В нашей стране всеобщего благосостояния, где хватает всего на всех, кроме Божественного провидения, никто не должен испытывать нужды.
И я, стыдясь своего ежемесячного заработка, выполню долг — заплачу за свое оранжерейное существование. За все надо платить, тем более за то, что мерцаешь во мраке ночи, мешая добропорядочным гражданам спать и видеть сны о счастливом детстве.
Плата за жизнь?
Темный коридор коммунальной квартиры. И в этом коридоре он, Кулешов, — он мал, соплив, бесстыден: мутным любопытством пришпилен к чужой замочной скважине. И что же там, в утренней младенческой дымке дальнего окна?
Там — на женской кровати спит человек. У него мертвое щетинистое лицо. На стуле — гимнастерка с медными погонами, под стулом — хромовые сапоги. Не этот ли офицер командовал солдатами стройбата на крыше херсонской бани, гремящей под их исполнительными сапожищами: ур-р-ра?!
— А-а-а! — От жесткого подзатыльника маленький соглядатай бьется о пол.
— Бляденыш! — Чистые ноги в лакированных модных лодочках; и маленький Кулешов сквозь слезы, боль и кровь впивается зубами в капроновую ткань лодыжки.
Потом хмельная от испуга, ненависти и злобы сила швыряет мальчика на стену — и мир в нем гибнет, последнее, что успевает заметить: как ковыляют ему навстречу больные, неудобные ноги его бабки, как из своей конуры выпадает милиционер Иван Иваныч с перепойной красногвардейской мордой, как из общей уборной вытанцовывает, приспустив портки, Николаев, сумасшедший старожилец, который рвет над головой в клочья газету и, брызгая желчной слюной, здраво верещит: «Кто взял мою „Правду“ для своей жопы?..»; и самое последнее, что видит маленький Кулешов: по городской площади вьюжит пыльный и грязный смерч, вбирающий в себя всех тех, кто шел мимо старорежимного здания театра…
Дзинь-дзинь-дзинь!
Я снова отвлекаюсь — телефон, враг всего человечества.
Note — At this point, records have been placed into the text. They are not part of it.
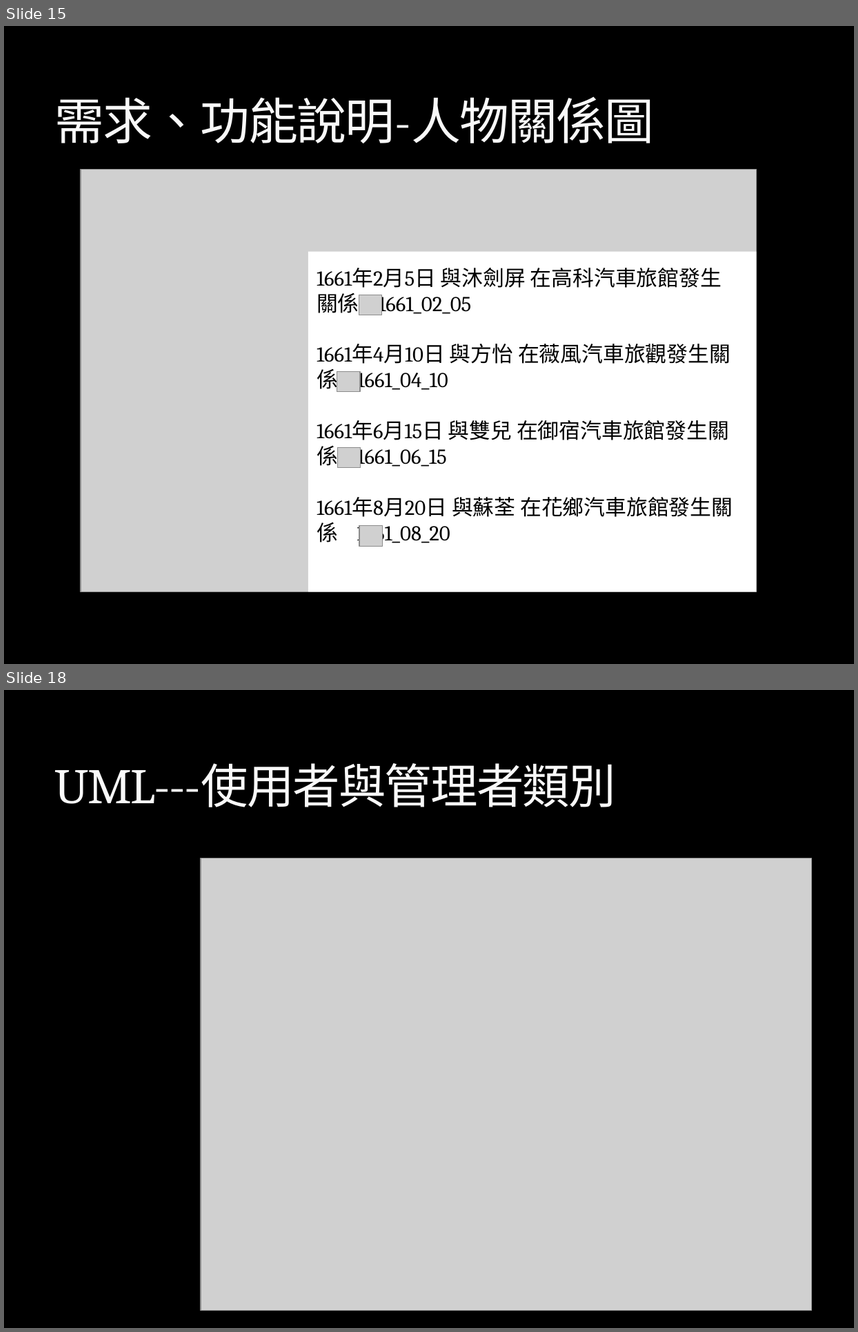
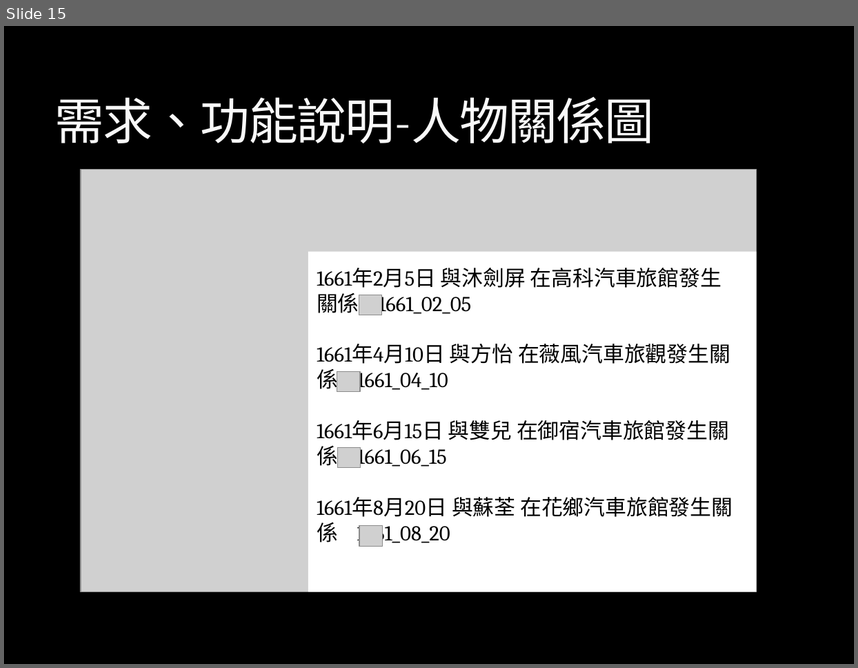
Before and after one commit to Banana-Huang/107_SE_Team11, a slide deck: team11_proposal.pptx. Shown one above the other, each under a label of ours: slides 15 and 18 before the commit, slide 15 after it; the slides between them are not shown. The pictures are 858x1332 and 858x668 pixels, drawn with LibreOffice and Linux fonts; fonts in the diff are those of the drawing; grey boxes stand for pictures; background and template pictures are left out. Boxes give left, top, right and bottom in pixels: in the first picture for what was removed or moved away, otherwise in the second. Text is boxed around its words. In the diff, an @@ line names an element or a change of style, - is before the commit and + after.

Commit message:
yeah~
改按鈕,類別圖被刪掉了,新增ppt新介面

```diff
--- a/team11_proposal.pptx
+++ b/team11_proposal.pptx
@@ slide 18 removed at [4,690,854,1328], background picture (left out) @@
@@ title removed at [55,763,616,807] @@
-UML---使用者與管理者類別
@@ picture removed at [201,858,811,1310] @@
```
Also in this commit, not shown: 7 slides changed, 2 other slides removed, 2 other files.

В трубке, напомню, крепко эбонитовой, неожиданно хрипит долгожданный прокуренный басок Белоусовой. Она — богиня. Она — жрица в театре, куда я отнес свой жалкий, рабский труд. Ее любит главный режиссер этого театра Факин традиционной, сплетничают, любовью, а иногда и нет. А я люблю ее, Белоусову, облитую, как пряник, сперматозоидными факинскими отходами. Я люблю Белоусову, вершительницу моей судьбы. Она снизошла до того, что сама набрала номер моего телефона…
Однако что слышу? Я слышу, как лязгают чужие пломбированные зубы, как рычит утробный дымный голос:
— Александров, где же культура, блядь, письма! Нет культуры, блядь, письма. Я спрашиваю себя: а где же культура, блядь, письма?!
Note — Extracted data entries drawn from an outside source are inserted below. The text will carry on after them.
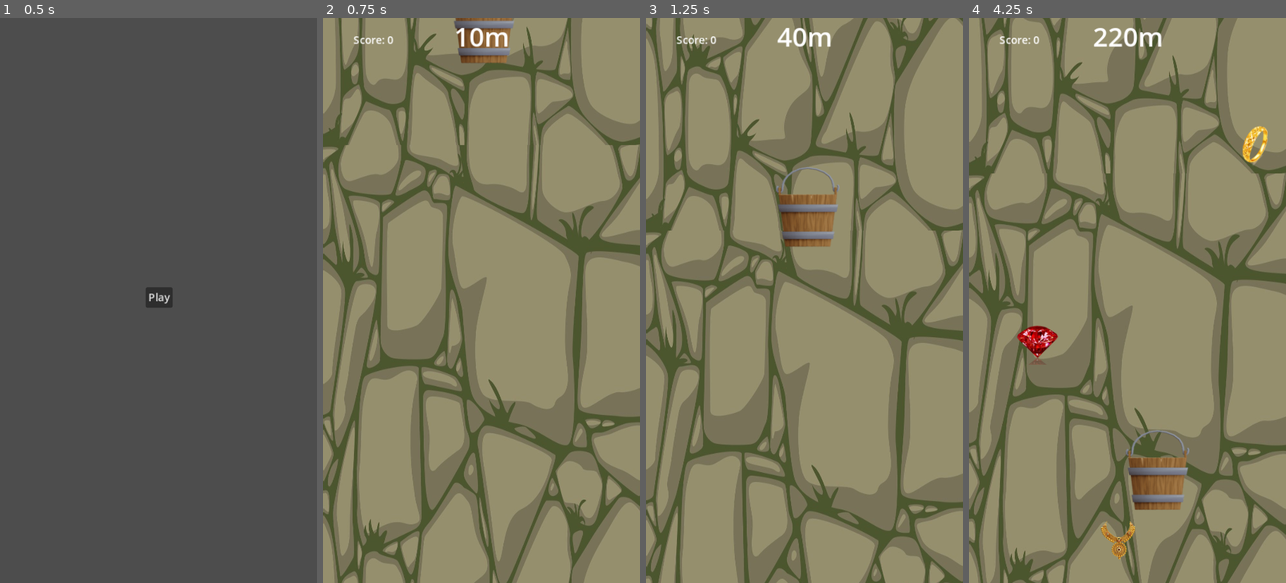
Above: before the commit, frames 1-4 (left to right).
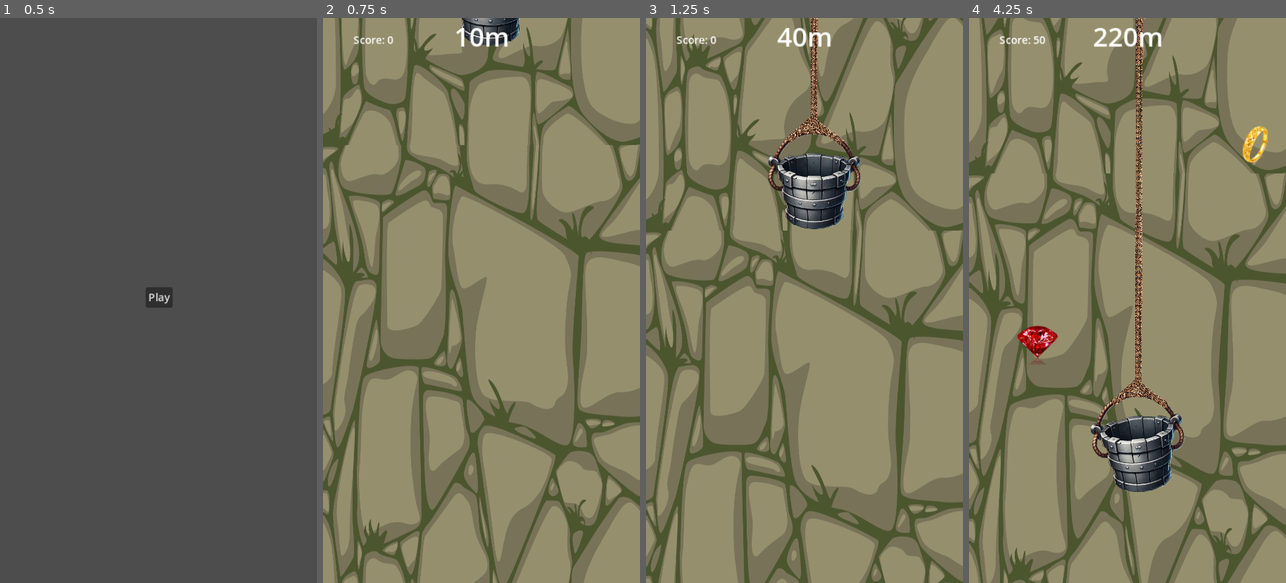
Above: after the commit, the same moments.

Repository: RehmahMuneeb/WWC
Game: Godot game, scene res://scenes/main.tscn
Same seed, same stepped clock (60 frames per second), same inputs: the game is played once before the commit and once after it.
Inputs (mouse positions are in pixels of both pictures, inside the frame that each line leads up to):
- Up to frame 1 (0.5 s): no input
- Up to frame 2 (0.75 s): click "Play" at 0.5 s
- Up to frame 3 (1.25 s): no input
- Up to frame 4 (4.25 s): move the mouse to (1197, 272) at 1.27 s; click (1197, 272) at 1.42 s; drag from (1064, 328) to (1140, 470) at 2.02 s; move the mouse to (1159, 176) at 2.77 s; click (1159, 176) at 2.92 s; drag from (1111, 413) to (1032, 215) at 3.52 s

Frame 1 is identical in both runs. In frame 2, 1.2% of the frame differs, in the area x 41-63%, y 0-8%; in frame 3, 4.1%; in frame 4, 5.6%, in the area x 20-70%, y 0-96%.

Commit message:
bucket adjusment

Diff:
--- a/project.godot
+++ b/project.godot
@@ -28,4 +28,5 @@
 
 [rendering]
 
+textures/canvas_textures/default_texture_repeat=1
 renderer/rendering_method="mobile"
--- a/scenes/bucket.tscn
+++ b/scenes/bucket.tscn
@@ -1,15 +1,20 @@
-[gd_scene load_steps=3 format=3 uid="uid://bwgm6kbg6ol6q"]
+[gd_scene load_steps=4 format=3 uid="uid://bwgm6kbg6ol6q"]
 
-[ext_resource type="Texture2D" uid="uid://2ljerx5p0g76" path="res://assets/bucket.png" id="1_76cs6"]
 [ext_resource type="Script" path="res://scripts/bucket.gd" id="1_jnwf0"]
+[ext_resource type="Texture2D" uid="uid://bume63me30ecm" path="res://Jewels/Bucket1.png" id="2_2oo6i"]
+[ext_resource type="Texture2D" uid="uid://bt6bblqgui8l8" path="res://Rope text.webp" id="3_3rh06"]
 
 [node name="Bucket" type="CharacterBody2D"]
 script = ExtResource("1_jnwf0")
 
 [node name="BucketImage" type="Sprite2D" parent="."]
-position = Vector2(242, 736)
-texture = ExtResource("1_76cs6")
+position = Vector2(245, 698)
+scale = Vector2(0.33, 0.33)
+texture = ExtResource("2_2oo6i")
 
-[node name="CollisionPolygon2D" type="CollisionPolygon2D" parent="."]
-position = Vector2(242, 736)
-polygon = PackedVector2Array(2, -58, 27, -49, 45, -30, 43, 0, 37, 39, 33, 58, -39, 62, -50, -20, -50, -30, -31, -54)
+[node name="Line2D" type="Line2D" parent="."]
+position = Vector2(-1.52588e-05, -2.55297)
+scale = Vector2(1, 0.96727)
+points = PackedVector2Array(250, -69.7293, 248, 647.754, 245.921, 627.608, 209, 661.194, 228, 645.687, 256, 646.72, 251, 633.28, 266, 645.687, 272, 650.856, 291, 664.296)
+texture = ExtResource("3_3rh06")
+texture_mode = 1
--- a/scenes/level.tscn
+++ b/scenes/level.tscn
@@ -10,6 +10,21 @@
 [sub_resource type="CapsuleShape2D" id="CapsuleShape2D_dsm1j"]
 radius = 50.0
 height = 120.0
+
+[sub_resource type="Animation" id="Animation_glc3k"]
+length = 0.001
+tracks/0/type = "value"
+tracks/0/imported = false
+tracks/0/enabled = true
+tracks/0/path = NodePath(".:position")
+tracks/0/interp = 1
+tracks/0/loop_wrap = true
+tracks/0/keys = {
+"times": PackedFloat32Array(0),
+"transitions": PackedFloat32Array(1),
+"update": 0,
+"values": [Vector2(4, -794)]
+}
 
 [sub_resource type="Animation" id="Animation_lt6t4"]
 resource_name = "drop"
@@ -25,21 +40,6 @@
 "transitions": PackedFloat32Array(1, 1),
 "update": 0,
 "values": [Vector2(4, -794), Vector2(8, -54)]
-}
-
-[sub_resource type="Animation" id="Animation_glc3k"]
-length = 0.001
-tracks/0/type = "value"
-tracks/0/imported = false
-tracks/0/enabled = true
-tracks/0/path = NodePath(".:position")
-tracks/0/interp = 1
-tracks/0/loop_wrap = true
-tracks/0/keys = {
-"times": PackedFloat32Array(0),
-"transitions": PackedFloat32Array(1),
-"update": 0,
-"values": [Vector2(4, -794)]
 }
 
 [sub_resource type="AnimationLibrary" id="AnimationLibrary_05bwb"]
--- a/scripts/bucket.gd
+++ b/scripts/bucket.gd
@@ -1,60 +1,52 @@
 extends CharacterBody2D
 
-# Speed at which the bucket moves horizontally
 const SPEED = 500.0
-
-# Variables to track drag movement
 var is_dragging = false
 var drag_start_position = Vector2.ZERO
 var drag_previous_position = Vector2.ZERO
-const DRAG_THRESHOLD = 6.0  # Minimum distance to detect drag
+const DRAG_THRESHOLD = 6.0
+const MAX_ROTATION = 30.0  # Maximum rotation angle
 
 func _ready() -> void:
-	# Connect the body_entered signal to detect collisions
 	$Area2D.body_entered.connect(_on_body_entered)
-
-	# Play the drop animation
 	$AnimationPlayer.play("drop")
 
 func _physics_process(delta: float) -> void:
-	# If not dragging, slow down to a stop
 	if not is_dragging:
 		velocity.x = move_toward(velocity.x, 0, SPEED * delta)
+		$BucketImage.rotation_degrees = lerp($BucketImage.rotation_degrees, 0.0, 0.1)  # Smoothly reset rotation
 
 	move_and_slide()
 
 func _input(event: InputEvent) -> void:
 	if event is InputEventScreenTouch:
 		if event.pressed:
-			# Start dragging
 			is_dragging = true
 			drag_start_position = event.position
 			drag_previous_position = event.position
 		else:
-			# Stop dragging
 			is_dragging = false
-			velocity.x = 0  # Stop player movement when touch ends
+			velocity.x = 0
 
 	elif event is InputEventScreenDrag and is_dragging:
-		# Calculate drag distance
 		var drag_distance = event.position.x - drag_start_position.x
 
-		# Only move if the drag distance exceeds the threshold
 		if abs(drag_distance) > DRAG_THRESHOLD:
 			velocity.x = sign(drag_distance) * SPEED
-			drag_start_position = event.position  # Reset start position to prevent continuous movement
+			drag_start_position = event.position
+
+			# Rotate bucket based on movement direction
+			$BucketImage.rotation_degrees = sign(drag_distance) * MAX_ROTATION
 		else:
-			velocity.x = 0  # Stop movement if below threshold
+			velocity.x = 0
 
 func _on_body_entered(body: Node2D) -> void:
-	# Check if the body is a jewel
 	if body.is_in_group("jewel"):
-		body.queue_free()  # Remove the jewel from the scene
+		body.queue_free()
 		print("Jewel collected!")
-		Global.score += 50  # Increase the score by 50
-		print("Score: ", Global.score)  # Print the score to the console for debugging
+		Global.score += 50
+		print("Score: ", Global.score)
 
-	# Check if the body is a stone
 	elif body.is_in_group("stone"):
 		print("Stone collided with bucket! Game over!")
-		get_tree().quit()  # End the game
+		get_tree().quit()
Binary file added: Jewels/Bucket1.png
Binary file added: Rope text.webp
Binary file removed: Rope.png
Binary file removed: scenes/WhatsApp Image 2025-02-06 at 05.16.45_af0f2bc5.jpg
Binary file removed: scenes/WhatsApp Image 2025-02-06 at 05.22.47_66240683.jpg

«Е'твою мать!» — визжу я молча.
От ее обличающих слов у меня кровоточит сердце. Я готов собственными руками придушить болтливую фею. Она обманула меня. Она индифферентна ко мне и моему драматургическому письму, боюсь, что она совершенно фригидна, хотя мой друг и циник Вава Цава утверждает, что ее, труженицу подмостков, прошпокала в квадратно-гнездовую попку вся постановочная часть.
Я ему не верю. Мне стыдно, что дружу с таким грубым, клевещущим малым. Однако друзей не выбирают, их надо любить такими, какие они есть. Хотя профилактические беседы я с ним провожу.
— Во что ты, пошлый человек, веришь? — интересуюсь я.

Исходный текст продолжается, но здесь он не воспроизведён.